Records drawn from a dataset
-.-.-
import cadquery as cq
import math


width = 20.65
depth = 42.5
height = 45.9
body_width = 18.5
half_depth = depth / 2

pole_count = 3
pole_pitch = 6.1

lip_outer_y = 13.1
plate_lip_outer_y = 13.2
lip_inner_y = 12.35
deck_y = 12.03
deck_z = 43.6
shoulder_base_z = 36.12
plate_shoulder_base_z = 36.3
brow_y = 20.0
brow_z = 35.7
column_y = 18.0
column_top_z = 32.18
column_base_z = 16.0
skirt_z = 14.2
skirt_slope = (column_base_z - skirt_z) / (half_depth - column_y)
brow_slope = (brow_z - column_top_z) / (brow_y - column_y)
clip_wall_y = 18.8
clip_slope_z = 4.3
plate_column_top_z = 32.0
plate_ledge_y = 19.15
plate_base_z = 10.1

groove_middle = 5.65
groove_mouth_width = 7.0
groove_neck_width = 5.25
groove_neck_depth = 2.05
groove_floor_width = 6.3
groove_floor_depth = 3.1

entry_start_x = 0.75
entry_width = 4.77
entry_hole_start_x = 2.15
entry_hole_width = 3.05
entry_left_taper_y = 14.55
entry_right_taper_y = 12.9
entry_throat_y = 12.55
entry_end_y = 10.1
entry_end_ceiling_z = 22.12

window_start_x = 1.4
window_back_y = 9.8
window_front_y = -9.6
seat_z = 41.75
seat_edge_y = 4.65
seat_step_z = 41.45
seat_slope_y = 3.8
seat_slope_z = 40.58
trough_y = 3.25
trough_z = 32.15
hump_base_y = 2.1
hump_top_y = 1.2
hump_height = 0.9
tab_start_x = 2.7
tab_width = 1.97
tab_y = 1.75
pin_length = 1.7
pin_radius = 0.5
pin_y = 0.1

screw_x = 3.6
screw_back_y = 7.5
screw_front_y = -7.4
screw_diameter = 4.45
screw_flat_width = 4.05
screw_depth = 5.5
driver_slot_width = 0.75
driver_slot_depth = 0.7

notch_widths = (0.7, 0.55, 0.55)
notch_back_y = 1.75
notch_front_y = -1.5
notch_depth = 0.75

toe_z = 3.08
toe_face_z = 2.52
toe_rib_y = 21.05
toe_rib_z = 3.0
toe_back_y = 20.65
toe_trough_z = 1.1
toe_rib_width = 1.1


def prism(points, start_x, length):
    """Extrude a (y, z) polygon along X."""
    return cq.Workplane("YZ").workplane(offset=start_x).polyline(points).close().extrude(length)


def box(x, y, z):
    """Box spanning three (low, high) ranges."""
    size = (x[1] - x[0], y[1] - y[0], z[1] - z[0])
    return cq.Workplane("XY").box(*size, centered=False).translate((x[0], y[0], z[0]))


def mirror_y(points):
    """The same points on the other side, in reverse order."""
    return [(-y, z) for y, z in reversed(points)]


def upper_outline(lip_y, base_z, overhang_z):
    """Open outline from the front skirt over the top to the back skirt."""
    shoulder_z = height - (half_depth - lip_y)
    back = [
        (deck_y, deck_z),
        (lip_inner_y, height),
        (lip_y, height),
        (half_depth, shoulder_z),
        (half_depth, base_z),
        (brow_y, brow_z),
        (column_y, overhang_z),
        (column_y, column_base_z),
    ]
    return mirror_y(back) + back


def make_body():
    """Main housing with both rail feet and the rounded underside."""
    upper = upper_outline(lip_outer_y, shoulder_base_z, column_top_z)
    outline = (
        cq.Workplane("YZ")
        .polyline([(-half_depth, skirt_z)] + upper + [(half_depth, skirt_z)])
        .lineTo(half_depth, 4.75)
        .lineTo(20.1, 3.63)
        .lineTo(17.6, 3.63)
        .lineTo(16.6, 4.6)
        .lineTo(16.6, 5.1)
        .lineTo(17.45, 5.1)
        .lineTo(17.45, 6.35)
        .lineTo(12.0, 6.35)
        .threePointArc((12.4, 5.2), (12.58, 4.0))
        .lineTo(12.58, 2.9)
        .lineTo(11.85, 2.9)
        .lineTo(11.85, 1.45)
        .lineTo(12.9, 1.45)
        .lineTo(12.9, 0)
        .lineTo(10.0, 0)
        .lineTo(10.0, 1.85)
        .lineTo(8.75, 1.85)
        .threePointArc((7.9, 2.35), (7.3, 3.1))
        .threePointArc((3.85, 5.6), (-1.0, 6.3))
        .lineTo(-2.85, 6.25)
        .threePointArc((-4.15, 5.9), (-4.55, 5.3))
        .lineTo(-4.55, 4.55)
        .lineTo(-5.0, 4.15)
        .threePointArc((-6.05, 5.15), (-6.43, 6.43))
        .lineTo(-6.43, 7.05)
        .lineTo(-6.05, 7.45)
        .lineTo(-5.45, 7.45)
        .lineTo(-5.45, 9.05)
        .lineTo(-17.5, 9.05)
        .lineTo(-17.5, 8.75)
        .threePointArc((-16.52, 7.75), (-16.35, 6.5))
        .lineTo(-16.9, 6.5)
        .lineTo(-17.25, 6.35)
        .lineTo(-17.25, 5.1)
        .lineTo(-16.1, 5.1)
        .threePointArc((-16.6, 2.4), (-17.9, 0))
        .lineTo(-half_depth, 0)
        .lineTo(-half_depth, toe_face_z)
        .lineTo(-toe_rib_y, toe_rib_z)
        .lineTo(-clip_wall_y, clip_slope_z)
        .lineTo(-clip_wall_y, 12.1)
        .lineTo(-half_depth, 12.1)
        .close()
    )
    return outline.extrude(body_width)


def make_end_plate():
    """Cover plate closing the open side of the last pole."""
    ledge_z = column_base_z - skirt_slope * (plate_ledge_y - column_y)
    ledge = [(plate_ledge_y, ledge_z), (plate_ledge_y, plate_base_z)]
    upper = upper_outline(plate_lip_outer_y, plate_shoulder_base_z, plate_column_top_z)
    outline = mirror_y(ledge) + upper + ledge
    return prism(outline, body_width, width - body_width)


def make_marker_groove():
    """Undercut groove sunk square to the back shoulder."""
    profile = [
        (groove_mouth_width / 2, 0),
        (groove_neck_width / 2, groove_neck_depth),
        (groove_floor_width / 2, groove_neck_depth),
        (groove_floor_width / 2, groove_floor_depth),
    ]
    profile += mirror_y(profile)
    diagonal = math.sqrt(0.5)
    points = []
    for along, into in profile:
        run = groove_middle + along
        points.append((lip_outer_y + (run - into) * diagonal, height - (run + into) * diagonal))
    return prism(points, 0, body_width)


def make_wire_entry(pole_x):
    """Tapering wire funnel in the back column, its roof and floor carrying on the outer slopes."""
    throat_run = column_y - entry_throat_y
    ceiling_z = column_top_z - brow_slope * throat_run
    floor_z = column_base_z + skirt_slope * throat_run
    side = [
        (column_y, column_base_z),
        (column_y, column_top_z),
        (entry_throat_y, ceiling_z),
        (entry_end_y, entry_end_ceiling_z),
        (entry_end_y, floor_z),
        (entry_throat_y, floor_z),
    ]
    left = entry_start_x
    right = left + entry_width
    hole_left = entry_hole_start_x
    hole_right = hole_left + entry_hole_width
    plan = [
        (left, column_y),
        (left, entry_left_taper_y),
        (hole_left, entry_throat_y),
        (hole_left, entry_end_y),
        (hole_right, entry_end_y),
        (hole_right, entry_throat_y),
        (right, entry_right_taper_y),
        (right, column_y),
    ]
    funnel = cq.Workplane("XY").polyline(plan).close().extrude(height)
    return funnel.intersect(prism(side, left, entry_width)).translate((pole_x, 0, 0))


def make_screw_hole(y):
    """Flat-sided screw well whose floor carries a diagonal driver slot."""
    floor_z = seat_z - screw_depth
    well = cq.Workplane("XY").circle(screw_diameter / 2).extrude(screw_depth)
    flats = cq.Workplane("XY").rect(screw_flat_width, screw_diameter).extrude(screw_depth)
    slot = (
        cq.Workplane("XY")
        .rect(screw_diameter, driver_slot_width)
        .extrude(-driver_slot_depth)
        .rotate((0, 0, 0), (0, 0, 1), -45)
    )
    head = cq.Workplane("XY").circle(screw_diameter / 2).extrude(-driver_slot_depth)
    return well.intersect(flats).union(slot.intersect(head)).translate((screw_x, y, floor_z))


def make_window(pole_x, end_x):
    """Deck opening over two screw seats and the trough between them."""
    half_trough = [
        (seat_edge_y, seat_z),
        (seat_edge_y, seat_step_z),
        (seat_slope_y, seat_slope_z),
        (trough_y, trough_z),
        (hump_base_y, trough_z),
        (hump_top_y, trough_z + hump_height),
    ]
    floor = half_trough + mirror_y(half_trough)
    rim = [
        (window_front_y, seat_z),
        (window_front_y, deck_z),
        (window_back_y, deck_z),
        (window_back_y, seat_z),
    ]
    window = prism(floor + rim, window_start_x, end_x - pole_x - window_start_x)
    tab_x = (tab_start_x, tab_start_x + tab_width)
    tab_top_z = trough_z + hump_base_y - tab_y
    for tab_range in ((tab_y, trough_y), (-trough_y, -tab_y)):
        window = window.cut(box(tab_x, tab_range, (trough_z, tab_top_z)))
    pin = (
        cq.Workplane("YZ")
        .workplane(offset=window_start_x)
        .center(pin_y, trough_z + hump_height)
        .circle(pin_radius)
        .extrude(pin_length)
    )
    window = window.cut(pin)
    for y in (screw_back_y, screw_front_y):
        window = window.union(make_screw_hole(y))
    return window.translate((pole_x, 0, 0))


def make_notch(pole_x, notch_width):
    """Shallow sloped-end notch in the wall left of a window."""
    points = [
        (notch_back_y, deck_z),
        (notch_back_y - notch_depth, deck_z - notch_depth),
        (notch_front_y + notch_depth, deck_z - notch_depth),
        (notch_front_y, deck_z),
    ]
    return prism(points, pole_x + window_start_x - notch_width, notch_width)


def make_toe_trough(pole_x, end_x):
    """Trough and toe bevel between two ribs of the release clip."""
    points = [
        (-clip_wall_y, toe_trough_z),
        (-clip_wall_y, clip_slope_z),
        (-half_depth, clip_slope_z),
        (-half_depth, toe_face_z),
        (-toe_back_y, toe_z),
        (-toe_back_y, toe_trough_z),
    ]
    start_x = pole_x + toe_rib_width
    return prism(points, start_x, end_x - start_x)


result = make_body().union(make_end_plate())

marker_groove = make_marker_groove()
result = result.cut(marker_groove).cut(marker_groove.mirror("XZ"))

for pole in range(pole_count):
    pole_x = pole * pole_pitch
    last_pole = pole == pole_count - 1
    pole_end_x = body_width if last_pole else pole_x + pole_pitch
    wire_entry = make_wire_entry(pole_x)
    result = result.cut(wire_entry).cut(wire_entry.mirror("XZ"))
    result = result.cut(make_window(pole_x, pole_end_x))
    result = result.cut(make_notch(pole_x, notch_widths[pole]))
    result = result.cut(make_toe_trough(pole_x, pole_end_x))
-.-.-
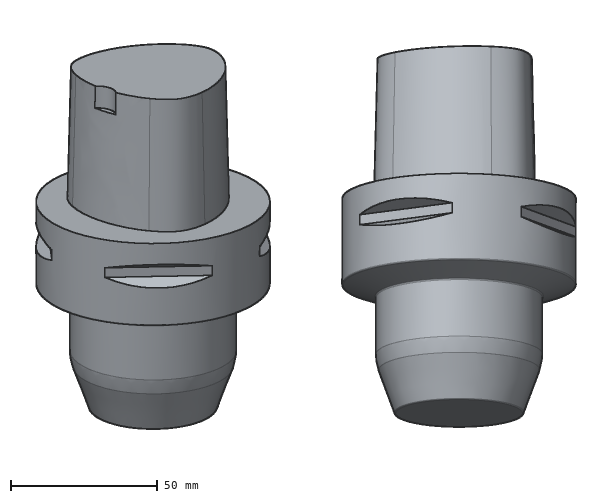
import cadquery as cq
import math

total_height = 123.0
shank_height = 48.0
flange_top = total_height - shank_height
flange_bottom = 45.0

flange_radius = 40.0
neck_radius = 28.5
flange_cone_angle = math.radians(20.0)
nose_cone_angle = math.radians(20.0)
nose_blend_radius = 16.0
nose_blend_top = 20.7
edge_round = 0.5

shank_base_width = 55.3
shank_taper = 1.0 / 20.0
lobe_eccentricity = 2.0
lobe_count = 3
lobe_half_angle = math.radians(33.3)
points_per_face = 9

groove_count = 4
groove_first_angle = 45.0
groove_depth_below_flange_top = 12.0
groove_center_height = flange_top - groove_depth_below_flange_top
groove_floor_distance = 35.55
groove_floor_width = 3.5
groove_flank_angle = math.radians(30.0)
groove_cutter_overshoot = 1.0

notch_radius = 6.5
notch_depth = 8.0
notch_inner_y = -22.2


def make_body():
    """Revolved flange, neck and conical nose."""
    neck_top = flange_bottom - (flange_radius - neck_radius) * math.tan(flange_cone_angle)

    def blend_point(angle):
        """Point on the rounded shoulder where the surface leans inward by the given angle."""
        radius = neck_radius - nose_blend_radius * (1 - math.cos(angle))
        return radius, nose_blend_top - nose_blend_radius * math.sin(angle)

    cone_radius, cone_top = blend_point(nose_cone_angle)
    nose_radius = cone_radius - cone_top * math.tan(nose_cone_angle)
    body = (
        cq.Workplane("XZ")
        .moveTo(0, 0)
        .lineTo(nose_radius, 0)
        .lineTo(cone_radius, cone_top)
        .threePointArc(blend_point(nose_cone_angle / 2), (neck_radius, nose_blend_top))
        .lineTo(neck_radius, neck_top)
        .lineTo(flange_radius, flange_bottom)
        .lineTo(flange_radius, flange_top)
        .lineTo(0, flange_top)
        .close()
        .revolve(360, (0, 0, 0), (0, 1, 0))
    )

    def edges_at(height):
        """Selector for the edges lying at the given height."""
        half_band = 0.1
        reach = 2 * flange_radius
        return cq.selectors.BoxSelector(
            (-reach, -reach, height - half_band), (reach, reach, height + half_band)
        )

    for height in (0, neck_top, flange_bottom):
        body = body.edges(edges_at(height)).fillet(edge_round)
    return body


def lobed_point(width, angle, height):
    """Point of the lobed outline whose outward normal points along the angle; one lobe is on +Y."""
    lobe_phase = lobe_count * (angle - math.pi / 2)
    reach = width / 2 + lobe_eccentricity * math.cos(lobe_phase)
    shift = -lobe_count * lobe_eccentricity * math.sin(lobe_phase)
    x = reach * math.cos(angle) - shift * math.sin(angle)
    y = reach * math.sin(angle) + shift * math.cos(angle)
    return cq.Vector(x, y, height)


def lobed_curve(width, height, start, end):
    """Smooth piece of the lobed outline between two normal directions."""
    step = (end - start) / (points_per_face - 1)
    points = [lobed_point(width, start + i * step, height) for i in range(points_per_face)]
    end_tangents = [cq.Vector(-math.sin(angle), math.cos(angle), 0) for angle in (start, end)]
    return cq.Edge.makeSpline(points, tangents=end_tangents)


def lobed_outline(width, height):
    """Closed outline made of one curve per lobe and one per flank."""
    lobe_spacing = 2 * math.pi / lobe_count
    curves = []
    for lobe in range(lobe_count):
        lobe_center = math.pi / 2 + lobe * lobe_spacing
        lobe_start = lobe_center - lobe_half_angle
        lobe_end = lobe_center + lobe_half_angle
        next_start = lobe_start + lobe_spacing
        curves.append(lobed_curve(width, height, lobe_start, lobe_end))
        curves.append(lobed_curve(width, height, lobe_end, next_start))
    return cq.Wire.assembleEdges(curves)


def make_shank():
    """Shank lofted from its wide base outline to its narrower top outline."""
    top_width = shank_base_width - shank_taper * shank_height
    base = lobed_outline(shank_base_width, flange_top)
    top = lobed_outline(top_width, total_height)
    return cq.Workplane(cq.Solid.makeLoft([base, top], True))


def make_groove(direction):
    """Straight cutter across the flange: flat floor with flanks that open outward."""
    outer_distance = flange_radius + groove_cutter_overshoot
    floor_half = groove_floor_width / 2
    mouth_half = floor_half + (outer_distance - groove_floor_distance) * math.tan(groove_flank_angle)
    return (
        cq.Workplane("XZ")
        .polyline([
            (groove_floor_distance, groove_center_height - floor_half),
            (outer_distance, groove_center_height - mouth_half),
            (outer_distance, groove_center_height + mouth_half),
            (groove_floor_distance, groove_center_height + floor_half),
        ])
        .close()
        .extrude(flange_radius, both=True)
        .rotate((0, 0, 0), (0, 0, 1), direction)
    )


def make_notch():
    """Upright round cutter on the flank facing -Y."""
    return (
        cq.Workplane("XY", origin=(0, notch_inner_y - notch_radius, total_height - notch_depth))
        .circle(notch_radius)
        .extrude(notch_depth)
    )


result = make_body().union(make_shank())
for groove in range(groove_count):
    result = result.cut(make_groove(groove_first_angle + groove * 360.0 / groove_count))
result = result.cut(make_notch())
-.-.-
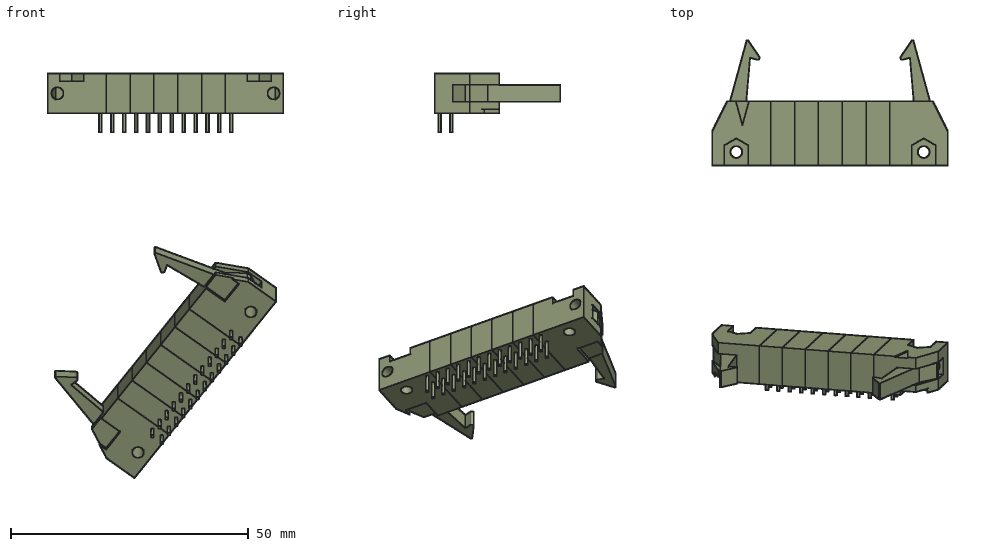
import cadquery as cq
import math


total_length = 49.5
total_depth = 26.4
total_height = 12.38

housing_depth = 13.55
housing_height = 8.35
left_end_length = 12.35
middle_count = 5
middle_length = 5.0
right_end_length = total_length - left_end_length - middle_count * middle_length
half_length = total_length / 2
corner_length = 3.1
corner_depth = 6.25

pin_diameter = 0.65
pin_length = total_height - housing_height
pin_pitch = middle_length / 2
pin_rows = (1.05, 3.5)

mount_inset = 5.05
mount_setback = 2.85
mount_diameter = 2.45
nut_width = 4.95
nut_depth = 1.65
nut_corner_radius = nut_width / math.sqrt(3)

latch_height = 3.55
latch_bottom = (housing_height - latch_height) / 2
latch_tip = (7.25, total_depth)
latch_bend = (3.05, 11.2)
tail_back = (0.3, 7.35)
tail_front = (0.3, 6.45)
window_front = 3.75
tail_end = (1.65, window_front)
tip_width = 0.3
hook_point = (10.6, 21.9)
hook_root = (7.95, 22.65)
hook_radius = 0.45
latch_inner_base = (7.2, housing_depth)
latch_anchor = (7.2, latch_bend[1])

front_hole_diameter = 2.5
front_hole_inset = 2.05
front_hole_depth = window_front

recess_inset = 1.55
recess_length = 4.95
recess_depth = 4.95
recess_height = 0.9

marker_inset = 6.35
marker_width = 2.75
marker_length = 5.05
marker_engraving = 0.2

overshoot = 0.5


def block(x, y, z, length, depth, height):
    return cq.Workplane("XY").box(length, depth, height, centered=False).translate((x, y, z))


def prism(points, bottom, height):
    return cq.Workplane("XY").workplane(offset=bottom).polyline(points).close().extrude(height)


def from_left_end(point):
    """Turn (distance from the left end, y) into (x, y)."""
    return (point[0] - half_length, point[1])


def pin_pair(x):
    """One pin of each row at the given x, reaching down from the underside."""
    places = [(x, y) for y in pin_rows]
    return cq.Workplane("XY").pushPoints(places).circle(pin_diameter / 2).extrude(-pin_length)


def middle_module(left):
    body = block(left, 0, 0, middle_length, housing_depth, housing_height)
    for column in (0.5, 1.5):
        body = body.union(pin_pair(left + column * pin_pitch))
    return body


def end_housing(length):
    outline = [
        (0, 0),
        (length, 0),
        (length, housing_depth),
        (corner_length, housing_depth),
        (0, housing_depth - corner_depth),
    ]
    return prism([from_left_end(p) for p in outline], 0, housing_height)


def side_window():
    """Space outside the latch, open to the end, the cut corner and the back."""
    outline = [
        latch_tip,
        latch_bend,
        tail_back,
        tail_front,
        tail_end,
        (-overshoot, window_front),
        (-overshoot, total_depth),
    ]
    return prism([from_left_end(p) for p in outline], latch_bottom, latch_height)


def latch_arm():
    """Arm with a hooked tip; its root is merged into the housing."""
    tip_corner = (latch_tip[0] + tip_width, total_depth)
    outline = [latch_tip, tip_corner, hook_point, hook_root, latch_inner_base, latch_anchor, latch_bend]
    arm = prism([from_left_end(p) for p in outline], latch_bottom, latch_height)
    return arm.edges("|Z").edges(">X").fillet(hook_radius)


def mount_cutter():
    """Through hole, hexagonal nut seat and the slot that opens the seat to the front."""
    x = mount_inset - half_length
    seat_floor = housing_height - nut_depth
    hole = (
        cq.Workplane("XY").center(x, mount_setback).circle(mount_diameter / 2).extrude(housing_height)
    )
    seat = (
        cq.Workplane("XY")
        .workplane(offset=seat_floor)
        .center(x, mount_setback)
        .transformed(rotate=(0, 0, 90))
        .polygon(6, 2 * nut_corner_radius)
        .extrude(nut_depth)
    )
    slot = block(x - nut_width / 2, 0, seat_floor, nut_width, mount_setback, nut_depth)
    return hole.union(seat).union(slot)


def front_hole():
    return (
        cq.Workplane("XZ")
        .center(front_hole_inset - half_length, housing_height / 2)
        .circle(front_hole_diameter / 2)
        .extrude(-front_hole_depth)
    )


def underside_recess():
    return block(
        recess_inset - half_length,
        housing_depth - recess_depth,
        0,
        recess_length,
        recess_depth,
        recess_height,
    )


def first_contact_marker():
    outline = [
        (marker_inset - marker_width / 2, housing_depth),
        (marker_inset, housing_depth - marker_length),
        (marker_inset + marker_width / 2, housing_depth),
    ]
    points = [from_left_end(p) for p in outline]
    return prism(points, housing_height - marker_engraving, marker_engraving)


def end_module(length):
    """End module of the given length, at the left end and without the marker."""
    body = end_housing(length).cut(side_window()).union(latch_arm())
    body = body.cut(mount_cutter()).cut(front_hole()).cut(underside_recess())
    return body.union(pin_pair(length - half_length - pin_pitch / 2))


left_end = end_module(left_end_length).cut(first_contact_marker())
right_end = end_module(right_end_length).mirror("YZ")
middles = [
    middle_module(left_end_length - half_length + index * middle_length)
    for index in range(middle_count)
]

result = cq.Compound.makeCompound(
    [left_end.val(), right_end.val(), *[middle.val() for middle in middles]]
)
-.-.-
▶ _What you are asked to do_
Return, with no change at all, every line in the entries above from the line containing "base = lobed_outline(shank_base_width, flange_top)" through the line containing "floor_half = groove_floor_width / 2".

▶ _Task output_
    base = lobed_outline(shank_base_width, flange_top)
    top = lobed_outline(top_width, total_height)
    return cq.Workplane(cq.Solid.makeLoft([base, top], True))


def make_groove(direction):
    """Straight cutter across the flange: flat floor with flanks that open outward."""
    outer_distance = flange_radius + groove_cutter_overshoot
    floor_half = groove_floor_width / 2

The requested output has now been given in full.